February 24 2018

Irma to bring heavy winds

February 24 2018, 06:00 | Van Peters

Wind and rain from Hurricane Irma blows through the streets

Wind and rain from Hurricane Irma blows through the streets

Heavy rains and wind gusts reportedly in excess of 150 miles per hour still wreaked havoc on the region as millions in the storm's path were ordered to evacuate.

Hurricane Irma knocked down power in dozens of Florida counties, leaving as many as 6.5 million customers without power Monday, the state's emergency management agency reported.

Irma hit southwest Florida on Sunday morning as a risky Category 4 storm, the second-highest level on the five-step Saffir-Simpson scale. Now a tropical storm, the system is still capable of producing hurricane-strength gusts, and maximum sustained winds of about 70 miles per hour. More than 200,000 people sought refuge in about 700 shelters, according to state data. The storm caused extensive damage in the Florida Keys and record flooding almost 400 miles north in Jacksonville, according to The Associated Press.

According to ABC News, seven people have died in Florida due to the storm.

Trees bend in the tropical storm wind along North Fort Lauderdale Beach Boulevard as Hurricane Irma hits the southern part of the state September 10 in Fort Lauderdale. It gradually weakened to a tropical storm by Monday morning.
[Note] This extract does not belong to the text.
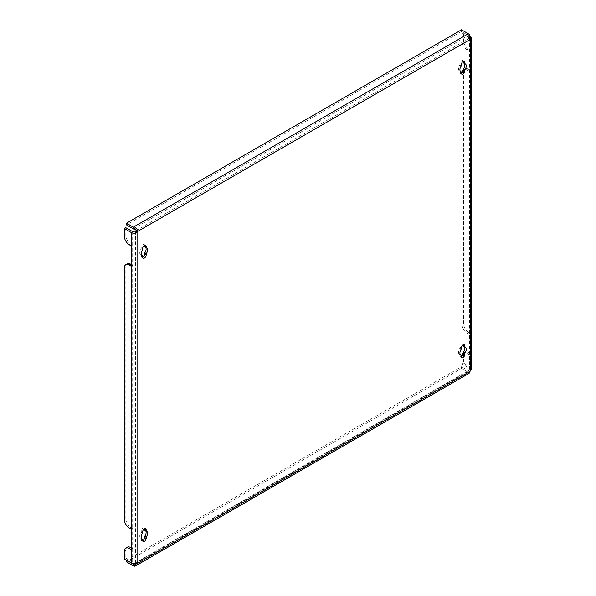 <?xml version="1.0" encoding="UTF-8"?>
<svg xmlns="http://www.w3.org/2000/svg" width="596" height="596" viewBox="0 0 596 596"><rect width="100%" height="100%" fill="white"/><g stroke="black" fill="none" stroke-linecap="round" stroke-linejoin="round"><path stroke-width="0.45" stroke-dasharray="2.98 2.23" d="M144.679 528.734A2.488 1.438 120 0 0 144.18 527.9A2.488 1.438 120 0 0 142.936 528.019A2.488 1.438 120 0 0 141.178 531.066L141.178 532.243A4.492 2.593 120 0 0 140.693 538.173A4.492 2.593 120 0 0 141.178 538.352L141.178 539.536A2.488 1.438 120 0 0 141.692 540.676A2.488 1.438 120 0 0 142.667 540.684M144.679 245.403A2.488 1.438 120 0 0 144.18 244.569A2.488 1.438 120 0 0 142.936 244.688A2.488 1.438 120 0 0 141.178 247.735L141.178 248.919A4.492 2.593 120 0 0 140.693 254.85A4.492 2.593 120 0 0 141.178 255.028L141.178 256.205A2.488 1.438 120 0 0 141.692 257.345A2.488 1.438 120 0 0 142.667 257.353M463.36 61.41A2.488 1.438 120 0 0 462.868 60.576A2.488 1.438 120 0 0 461.624 60.695A2.488 1.438 120 0 0 459.866 63.75L459.866 64.927A4.492 2.593 120 0 0 459.374 70.857A4.492 2.593 120 0 0 459.866 71.036L459.866 72.213A2.488 1.438 120 0 0 460.38 73.353A2.488 1.438 120 0 0 461.349 73.36M463.36 344.741A2.488 1.438 120 0 0 462.868 343.907A2.488 1.438 120 0 0 461.624 344.026A2.488 1.438 120 0 0 459.866 347.073L459.866 348.258A4.492 2.593 120 0 0 459.374 354.18A4.492 2.593 120 0 0 459.866 354.367L459.866 355.544A2.488 1.438 120 0 0 460.38 356.684A2.488 1.438 120 0 0 461.349 356.691M462.116 41.28L462.116 33.555L463.576 32.706L463.576 40.439L462.116 41.28A6.914 3.993 -120 0 0 467.003 49.751L468.955 50.876L468.955 71.2L467.003 70.067A6.914 3.993 -120 0 0 463.546 69.725A6.914 3.993 -120 0 0 463.383 69.829M469.454 37.973A2.071 1.199 0 0 0 468.955 37.503L462.116 33.555M462.116 72.868A6.914 3.993 -120 0 0 462.116 72.891L463.576 72.041L463.576 323.77L462.116 324.611L462.116 72.891M462.116 324.611A6.914 3.993 -120 0 0 467.003 333.082L468.955 334.207L468.955 354.523L467.003 353.398A6.914 3.993 -120 0 0 463.546 353.055A6.914 3.993 -120 0 0 463.383 353.16M467.003 49.751L468.463 48.902L470.423 50.034L470.423 70.35L468.463 69.218L467.003 70.067M468.463 48.902A6.914 3.993 60 0 1 463.576 40.439M469.015 35.849L463.576 32.706M463.576 72.041A6.914 3.993 60 0 1 465.014 68.875A6.914 3.993 60 0 1 468.463 69.218M467.003 333.082L468.463 332.233L470.423 333.358L470.423 353.681L468.463 352.549L467.003 353.398M468.463 332.233A6.914 3.993 60 0 1 463.576 323.77M131.209 264.505L132.67 265.347L132.67 245.03L130.718 243.898A6.914 3.993 60 0 1 125.831 235.435L124.363 236.284M125.831 227.709L125.831 235.435M131.209 547.828L132.67 548.678L132.67 528.361L130.718 527.229A6.914 3.993 60 0 1 125.831 518.766L124.363 519.608M124.363 267.887L125.831 267.038L125.831 518.766M125.831 267.038A6.914 3.993 60 0 1 127.261 263.879M471.354 369.609L469.425 369.177L468.955 369.885A2.071 1.199 120 0 0 468.575 370.548L470.035 371.397M469.022 35.7L468.337 36.498L468.575 38.68A2.071 1.199 120 0 0 468.747 38.822A2.071 1.199 120 0 0 468.955 38.904L468.955 369.885L470.423 370.734M135.992 230.697L468.575 38.68L470.035 39.53M470.423 39.753L468.955 38.904L469.425 38.785A2.071 1.199 0 0 0 469.566 38.353A2.071 1.199 0 0 0 469.559 38.308M145.58 530.723A4.492 2.593 120 0 0 145.186 530.395A4.492 2.593 120 0 0 144.694 530.216M145.58 247.4A4.492 2.593 120 0 0 145.186 247.064A4.492 2.593 120 0 0 144.694 246.886M464.269 63.407A4.492 2.593 120 0 0 463.867 63.072A4.492 2.593 120 0 0 463.383 62.893M464.269 346.73A4.492 2.593 120 0 0 463.867 346.403A4.492 2.593 120 0 0 463.383 346.224M137.452 563.414L135.992 562.564A2.071 1.199 120 0 0 135.814 562.423A2.071 1.199 120 0 0 135.605 562.341L137.073 563.19M135.724 563.421L135.992 562.564L468.575 370.548C467.823 371.733 467.935 371.844 468.91 370.898A2.071 1.199 60 0 1 468.314 370.697L461.475 366.749L461.475 368.44L126.471 561.857M469.119 373.334L469.499 372.783A4.15 2.391 60 0 1 468.314 372.388L461.475 368.44M126.471 560.158L461.475 366.749M135.62 563.481L468.083 371.531L469 373.327M468.575 370.548C467.823 371.733 467.935 371.844 468.91 370.898L469.499 372.783M461.475 29.8L461.475 31.491L468.314 35.447A2.071 1.199 60 0 1 468.91 35.931M461.475 31.491L126.471 224.908M462.116 356.192A6.914 3.993 -120 0 0 462.116 356.222L463.576 355.372L463.576 363.098L470.423 367.054A4.15 2.391 180 0 1 471.637 368.745M463.576 363.098L462.116 363.947L468.955 367.896A2.071 1.199 180 0 1 469.566 368.745A2.071 1.199 180 0 1 469.425 369.177M462.116 363.947L462.116 356.222M463.576 355.372A6.914 3.993 60 0 1 465.014 352.206A6.914 3.993 60 0 1 468.463 352.549M135.605 231.36L135.605 562.341L134.89 562.319A2.071 1.199 180 0 1 132.67 562.05L125.831 558.102L124.363 558.944M135.635 563.436L134.89 562.319M124.363 551.218L125.831 550.369L125.831 558.102M125.831 550.369A6.914 3.993 60 0 1 127.261 547.202M131.209 266.196L132.67 265.347L132.67 528.361L131.209 529.203M132.67 562.05L132.67 548.678L131.209 549.527M132.67 231.658L132.67 245.03L131.209 245.872M470.423 333.358L468.955 334.207L468.955 71.2L470.423 70.35L470.423 333.358M470.423 367.054L470.423 353.681L468.955 354.523L468.955 367.896M470.423 36.661L470.423 50.034L468.955 50.876L468.955 37.503M459.866 354.367L460.447 354.702M459.866 348.258L461.334 349.1M459.866 71.036L460.447 71.371M459.866 64.927L461.334 65.769M141.178 255.028L141.759 255.364M141.178 248.919L142.645 249.761M141.178 538.352L141.759 538.687M141.178 532.243L142.645 533.092M141.178 531.066L142.645 531.915M141.178 247.735L142.645 248.584M459.866 63.75L461.334 64.591M459.866 347.073L461.334 347.922M134.204 563.6L468.314 370.697M133.31 565.805L468.314 372.388M133.31 228.857L468.314 35.447M129.25 528.078L130.718 527.229M129.25 244.747L130.718 243.898M459.866 355.544L461.334 356.386M459.866 72.213L461.334 73.062M141.178 256.205L142.645 257.055M141.178 539.536L142.645 540.378M468.747 38.822L470.214 39.671M135.814 562.423L137.281 563.272M468.337 36.498L469.208 35.097M469.566 38.353L469.566 368.745M463.546 69.725L465.014 68.875M463.546 353.055L465.014 352.206M460.38 356.684L461.848 357.525M459.374 354.18L460.842 355.03M462.868 343.907L464.336 344.749M463.867 346.403L465.334 347.252M459.374 70.857L460.842 71.699M462.868 60.576L464.336 61.425M463.867 63.072L465.334 63.921M460.38 73.353L461.848 74.195M144.18 244.569L145.648 245.41M145.186 247.064L146.653 247.914M141.692 257.345L143.159 258.187M140.693 254.85L142.153 255.691M145.186 530.395L146.653 531.237M141.692 540.676L143.159 541.518M140.693 538.173L142.153 539.022M144.18 527.9L145.648 528.741"/><path stroke-width="0.89" d="M144.403 528.868A2.488 1.438 120 0 0 142.645 531.915L142.645 533.092A4.492 2.593 120 0 0 142.153 539.022A4.492 2.593 120 0 0 142.645 539.201L142.645 540.378A2.488 1.438 120 0 0 143.159 541.518A2.488 1.438 120 0 0 145.074 540.855A2.488 1.438 120 0 0 146.162 538.352L146.162 537.167A4.492 2.593 120 0 0 146.653 531.237A4.492 2.593 120 0 0 146.162 531.058L146.162 529.881A2.488 1.438 120 0 0 145.648 528.741A2.488 1.438 120 0 0 144.403 528.868M144.403 245.537A2.488 1.438 120 0 0 142.645 248.584L142.645 249.761A4.492 2.593 120 0 0 142.153 255.691A4.492 2.593 120 0 0 142.645 255.87L142.645 257.055A2.488 1.438 120 0 0 143.159 258.187A2.488 1.438 120 0 0 145.074 257.524A2.488 1.438 120 0 0 146.162 255.021L146.162 253.844A4.492 2.593 120 0 0 146.653 247.914A4.492 2.593 120 0 0 146.162 247.735L146.162 246.55A2.488 1.438 120 0 0 145.648 245.41A2.488 1.438 120 0 0 144.403 245.537M463.092 61.544A2.488 1.438 120 0 0 461.334 64.591L461.334 65.769A4.492 2.593 120 0 0 460.842 71.699A4.492 2.593 120 0 0 461.334 71.878L461.334 73.062A2.488 1.438 120 0 0 461.848 74.195A2.488 1.438 120 0 0 463.762 73.532A2.488 1.438 120 0 0 464.85 71.028L464.85 69.851A4.492 2.593 120 0 0 465.334 63.921A4.492 2.593 120 0 0 464.85 63.742L464.85 62.558A2.488 1.438 120 0 0 464.336 61.425A2.488 1.438 120 0 0 463.092 61.544M463.092 344.875A2.488 1.438 120 0 0 461.334 347.922L461.334 349.1A4.492 2.593 120 0 0 460.842 355.03A4.492 2.593 120 0 0 461.334 355.209L461.334 356.386A2.488 1.438 120 0 0 461.848 357.525A2.488 1.438 120 0 0 463.762 356.862A2.488 1.438 120 0 0 464.85 354.359L464.85 353.175A4.492 2.593 120 0 0 465.334 347.252A4.492 2.593 120 0 0 464.85 347.066L464.85 345.889A2.488 1.438 120 0 0 464.336 344.749A2.488 1.438 120 0 0 463.092 344.875M463.383 69.829A6.914 3.993 -120 0 0 462.116 72.868M471.637 38.353L471.637 368.745A4.15 2.391 180 0 1 471.354 369.609L470.423 370.734L470.423 39.753L470.035 39.53A2.071 1.199 120 0 0 470.214 39.671A2.071 1.199 120 0 0 470.423 39.753L471.354 39.217A4.15 2.391 0 0 0 471.637 38.353A4.15 2.391 0 0 0 470.423 36.661L469.015 35.849M129.25 265.064A6.914 3.993 -120 0 0 125.793 264.721L127.261 263.879A6.914 3.993 60 0 1 130.718 264.222L129.25 265.064L131.209 266.196L131.209 245.872L129.25 244.747A6.914 3.993 -120 0 1 124.363 236.284L124.363 228.551L125.831 227.709L132.67 231.658A2.071 1.199 0 0 0 134.89 231.926L135.605 231.36A2.071 1.199 120 0 0 135.992 230.697C136.082 229.132 135.381 228.685 133.906 229.341A2.071 1.199 -120 0 0 133.31 228.857L126.471 224.908L126.471 223.217L461.475 29.8L468.314 33.748A4.15 2.391 60 0 1 469.499 34.724L468.91 35.931M130.718 264.222L131.209 264.505M124.363 228.551L131.209 232.507A4.15 2.391 0 0 0 135.635 233.043L137.073 232.209A2.071 1.199 120 0 0 137.452 231.546L135.992 230.697M129.25 548.394A6.914 3.993 -120 0 0 125.793 548.052L127.261 547.202A6.914 3.993 60 0 1 130.718 547.545L129.25 548.394L131.209 549.527L131.209 529.203L129.25 528.078A6.914 3.993 -120 0 1 124.363 519.608L124.363 267.887A6.914 3.993 -120 0 1 125.793 264.721M134.495 566.2L133.906 564.308A2.071 1.199 -120 0 1 133.31 564.114L126.471 560.158L126.471 561.857L133.31 565.805A4.15 2.391 -120 0 0 134.495 566.2L136.655 565.276L137.452 563.414A2.071 1.199 120 0 0 137.281 563.272A2.071 1.199 120 0 0 137.073 563.19L135.635 563.436A4.15 2.391 180 0 1 131.209 562.892L124.363 558.944L124.363 551.218A6.914 3.993 -120 0 1 125.793 548.052M470.423 370.734A2.071 1.199 120 0 0 470.035 371.397L469.499 372.783M142.667 540.684A2.488 1.438 120 0 0 144.694 537.503L144.694 536.326A4.492 2.593 120 0 0 145.58 530.723M146.162 531.058L144.694 530.216L144.694 529.039A2.488 1.438 120 0 0 144.679 528.734M146.162 247.735L144.694 246.886L144.694 245.708A2.488 1.438 120 0 0 144.679 245.403M142.667 257.353A2.488 1.438 120 0 0 144.694 254.172L144.694 252.995A4.492 2.593 120 0 0 145.58 247.4M461.349 73.36A2.488 1.438 120 0 0 463.383 70.179L463.383 69.002A4.492 2.593 120 0 0 464.269 63.407M464.85 63.742L463.383 62.893L463.383 61.716A2.488 1.438 120 0 0 463.36 61.41M461.349 356.691A2.488 1.438 120 0 0 463.383 353.51L463.383 352.333A4.492 2.593 120 0 0 464.269 346.73M464.85 347.066L463.383 346.224L463.383 345.047A2.488 1.438 120 0 0 463.36 344.741M470.035 371.397L137.452 563.414L137.073 563.19L137.073 232.209L135.605 231.36M133.906 564.308L135.724 563.421M469.208 35.097L469.499 34.724C468.799 35.671 468.978 37.272 470.035 39.53L137.452 231.546C137.214 228.663 136.231 227.523 134.495 228.141L133.906 229.341M134.495 228.141A4.15 2.391 -120 0 0 133.31 227.165L126.471 223.217M471.354 39.217L469.425 38.785M463.383 353.16A6.914 3.993 -120 0 0 462.116 356.192M135.635 233.043L134.89 231.926M130.718 547.545L131.209 547.828M460.447 354.702L461.334 355.209M463.383 352.333L464.85 353.175M460.447 71.371L461.334 71.878M463.383 69.002L464.85 69.851M144.694 252.995L146.162 253.844M141.759 255.364L142.645 255.87M144.694 536.326L146.162 537.167M141.759 538.687L142.645 539.201M131.209 232.507L131.209 245.872M131.209 266.196L131.209 529.203M133.31 564.114L134.204 563.6M133.31 227.165L468.314 33.748M131.209 549.527L131.209 562.892M463.383 353.51L464.85 354.359M463.383 345.047L464.85 345.889M463.383 61.716L464.85 62.558M463.383 70.179L464.85 71.028M144.694 245.708L146.162 246.55M144.694 254.172L146.162 255.021M144.694 537.503L146.162 538.352M144.694 529.039L146.162 529.881M469.119 373.327L136.655 565.276"/></g></svg>

The damage caused by these two storms may well make 2017 the most costly year on record in monetary terms when it comes to hurricanes in the US. She said other counties in Alabama will see Irma's remnants as well. "Additional slow weakening is forecast, and Irma is expected to weaken to a tropical depression by Tuesday afternoon".

Communities along the Georgia coast are seeing extensive flooding from Tropical Storm Irma. The second one, in Marco Island, left the island without water and power, authorities said.

Florida's largest city, Miami, was spared the brunt of the storm but still suffered heavy flooding.

A timelapse video released by NASA shows Hurricane Irma's path over the course of ten days, showing how it moved from the Atlantic, over the Caribbean and to Florida.

"It's bad now. It's going to continue to get worse", National Weather Service meteorologist Angie Enyedi said at a morning briefing.

The high pressure that brought fall-like weather to the state over the weekend will still keep things dry here on Monday, but clouds will gradually move in from the south.